The Asteroid Terrestrial-impact Last Alert System (ATLAS) is a robotic astronomical survey and early warning system optimized for detecting smaller near-Earth objects a few weeks to days before they impact Earth.

Contents

Funded by NASA, and developed and operated by the University of Hawaii's Institute for Astronomy, the system currently has four 0.5-meter telescopes. Two are located 160 km apart in the Hawaiian islands, at Haleakala (ATLAS-HKO, Observatory code T05) and Mauna Loa (ATLAS-MLO, Observatory code T08) observatories, one is located at the Sutherland Observatory (ATLAS–SAAO, Observatory code M22) in South Africa, and one is at the El Sauce Observatory in Rio Hurtado (Chile) (Observatory code W68).

ATLAS began observations in 2015 with one telescope at Haleakala, and a two-Hawaii-telescopes version became operational in 2017. The project then obtained NASA funding for two additional telescopes in the Southern hemisphere, which became operational in early 2022. [1] Each telescope surveys one quarter of the whole observable sky four times per clear night, [2] and the addition of the two southern telescopes improved ATLAS's four-fold coverage of the observable sky from every two clear nights to nightly, as well as filled its previous blind spot in the far southern sky. [3]

Context

Major astronomical impact events have significantly shaped Earth's history, having been implicated in the formation of the Earth–Moon system, the origin of water on Earth, the evolutionary history of life, and several mass extinctions. Notable prehistorical impact events include the Chicxulub impact by a 10 kilometer asteroid 66 million years ago, believed to be the cause of the Cretaceous–Paleogene extinction event which eliminated all non-avian dinosaurs [4] and three-quarters of the plant and animal species on Earth. [5] [6] The 37 million years old asteroid impact that excavated the Mistastin crater generated temperatures exceeding 2,370 °C, the highest known to have naturally occurred on the surface of the Earth. [7]
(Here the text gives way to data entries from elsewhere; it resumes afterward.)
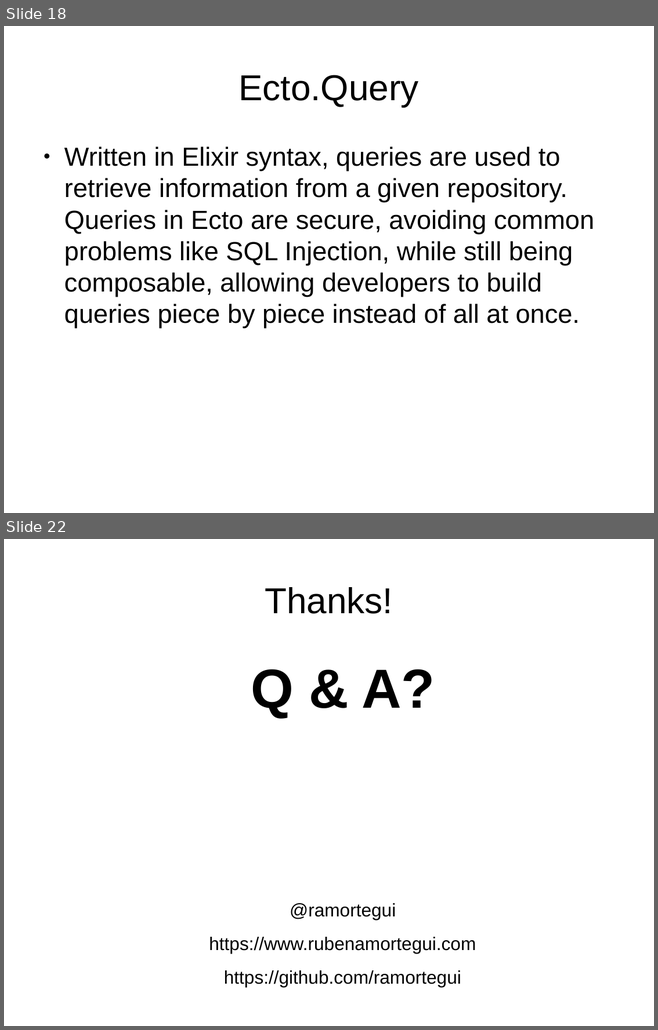
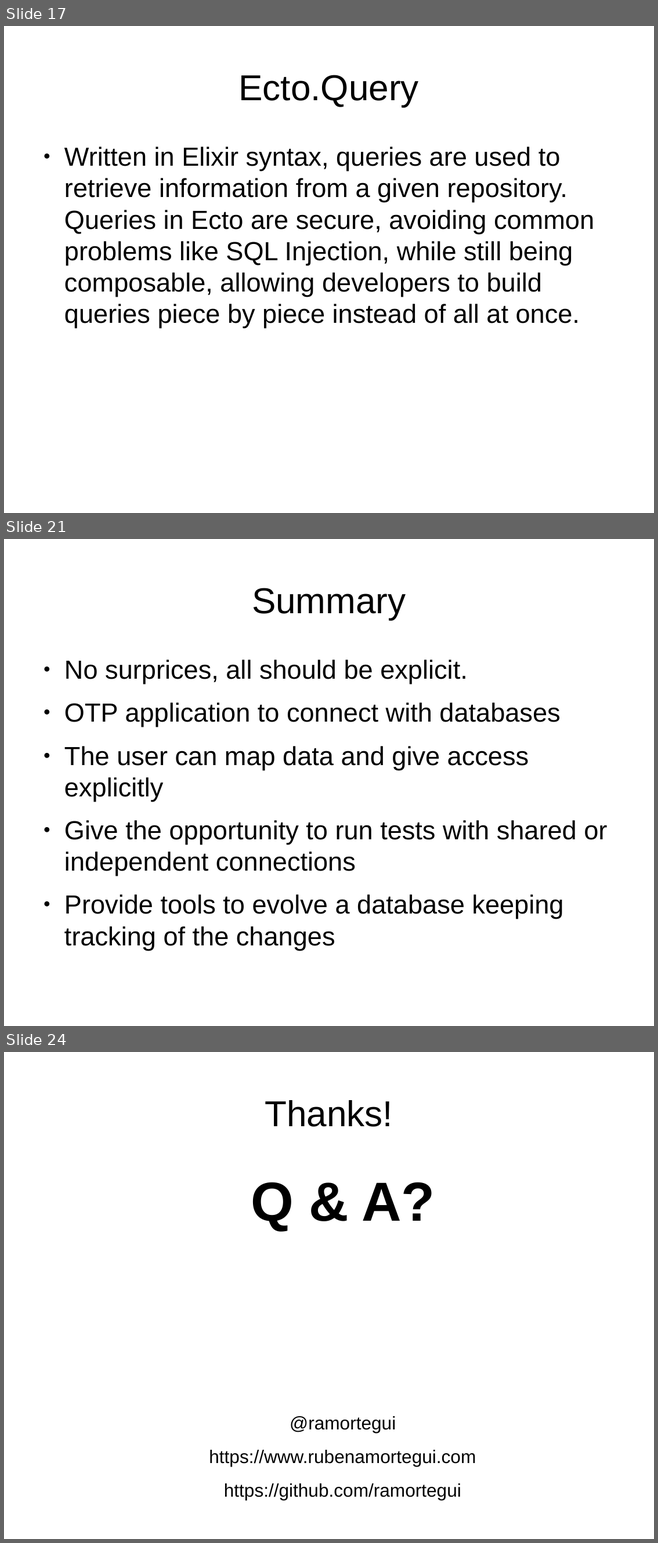
Before and after one commit to ramortegui/talks, a slide deck: odps/ecto.odp. Shown one above the other, each under a label of ours: slides 18 and 22 before the commit, slides 17, 21 and 24 after it; the slides between them are not shown. The pictures are 658x1030 and 658x1543 pixels, drawn with LibreOffice and Linux fonts; fonts in the diff are those of the drawing. Boxes give left, top, right and bottom in pixels: in the first picture for what was removed or moved away, otherwise in the second. Text is boxed around its words. In the diff, an @@ line names an element or a change of style, - is before the commit and + after.

```diff
--- a/odps/ecto.odp
+++ b/odps/ecto.odp
@@ slide 21 added at [4,539,654,1026], background #FFFFFF @@
@@ title added at [252,588,405,620], 44 pt, text #000000 @@
+Summary
@@ text added at [64,660,607,950], 32 pt, text #000000 @@
+● No surprices, all should be explicit.
+● OTP application to connect with databases
+● The user can map data and give access explicitly
+● Give the opportunity to run tests with shared or independent connections
+● Provide tools to evolve a database keeping tracking of the changes
@@ what was slide 18 is now slide 17 @@
@@ what was slide 22 is now slide 24 @@
```
Also in this commit, not shown: 7 slides changed, 3 other slides added, 2 slides removed.
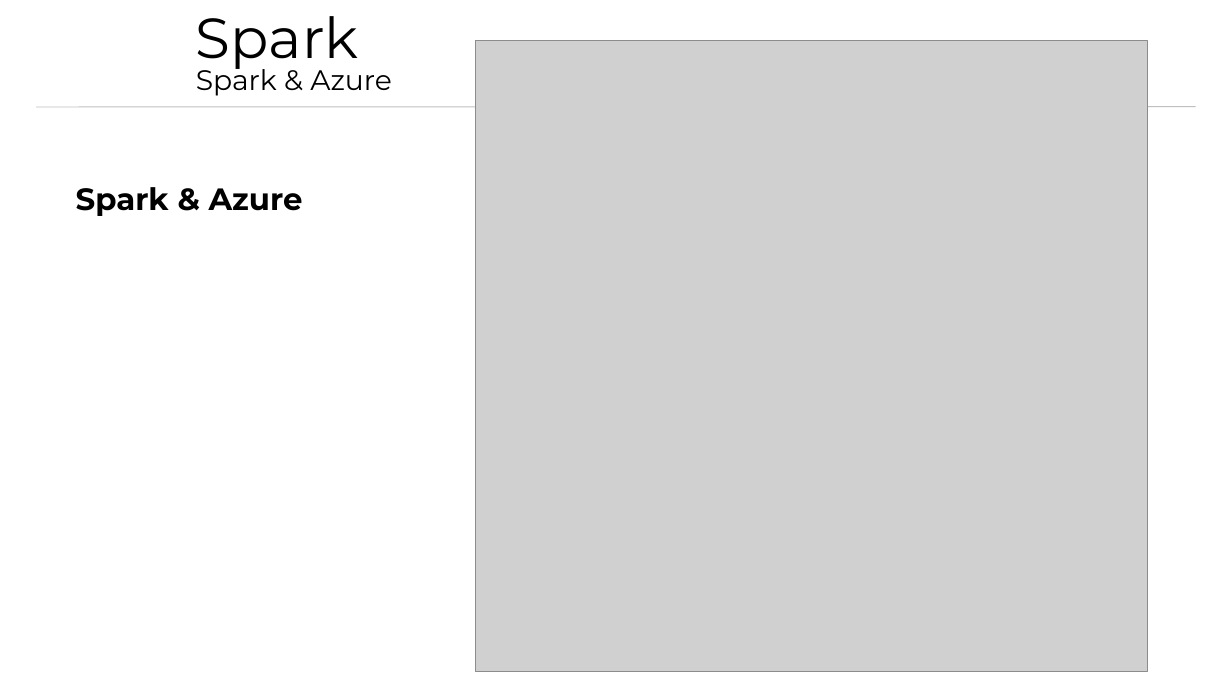
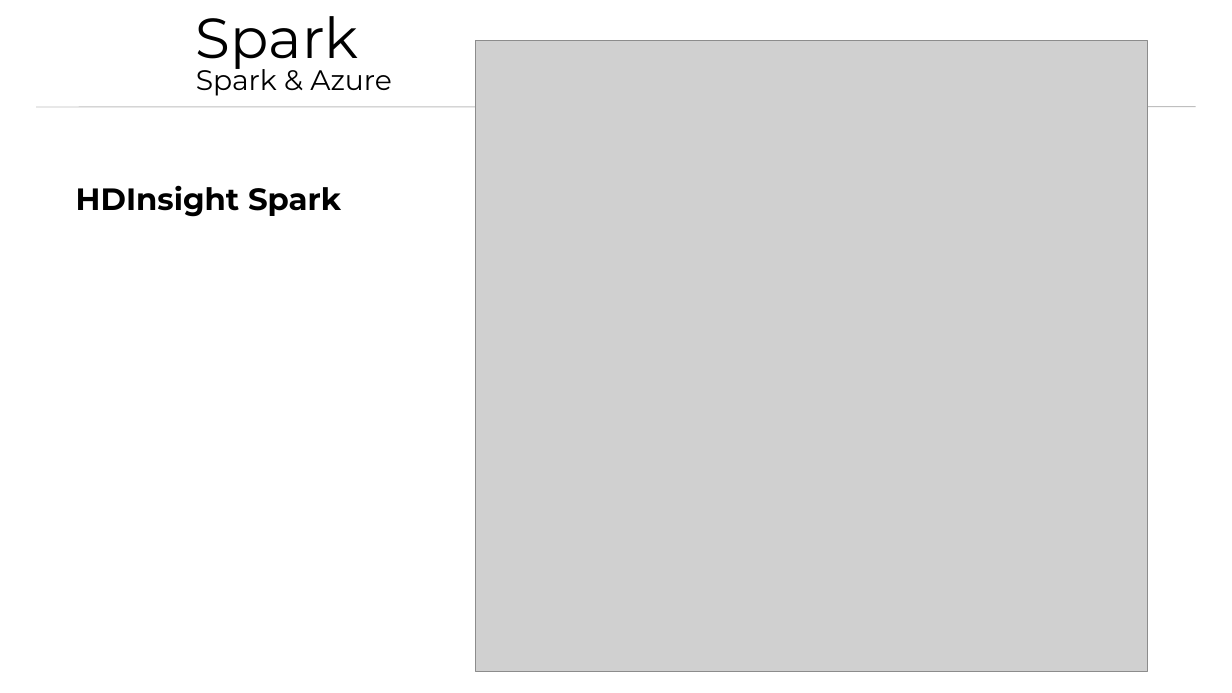
Before and after one commit to AmaelLaurier/HDInsightSpark, a slide deck: slide 17 of Présentation.pptx (slide 16 before the commit). Drawn at 1232x693 pixels with LibreOffice and Linux fonts; fonts in the diff are those of the drawing; grey boxes stand for pictures; background and template pictures are left out. Boxes give left, top, right and bottom in pixels: in the first picture for what was removed or moved away, otherwise in the second. Text is boxed around its words. In the diff, an @@ line names an element or a change of style, - is before the commit and + after.

```diff
--- a/Présentation.pptx
+++ b/Présentation.pptx
@@ text at [76, 185, 341, 217]: text changed @@
-Spark & Azure
+HDInsight Spark
```
Also in this commit, not shown: 5 other slides changed, 2 slides added.

Throughout recorded history, hundreds of Earth impacts (and meteor air bursts) have been reported, with some very small fraction causing deaths, injuries, property damage, or other significant localised consequences. [8] Stony asteroids with a diameter of 4 meters (13 ft) enter Earth's atmosphere approximately once per year. [9] Asteroids with a diameter of 7 meters enter the atmosphere about every 5 years, with as much kinetic energy as the atomic bomb dropped on Hiroshima (approximately 16 kilotons of TNT). Their air burst dissipates about one third of that kinetic energy, or 5 kilotons. [9] These relatively small asteroids ordinarily explode in the upper atmosphere and most or all of their solids are vaporized. [10] Asteroids with a diameter of 20 m (66 ft) strike Earth approximately twice every century. One of the best-known impacts in historical times is the 50 meter 1908 Tunguska event, which most likely caused no injuries but which leveled several thousand square kilometers of forest in a very sparsely populated part of Siberia, Russia. A similar impact over a more populous region would have caused locally catastrophic damage. [11] The 2013 Chelyabinsk meteor event is the only known impact in historical times to have resulted in a large number of injuries, with the potential exception of the possibly highly deadly but poorly documented 1490 Qingyang event in China. The approximately 20 meter Chelyabinsk meteor is the largest recorded object to have impacted a continent of the Earth since the Tunguska event.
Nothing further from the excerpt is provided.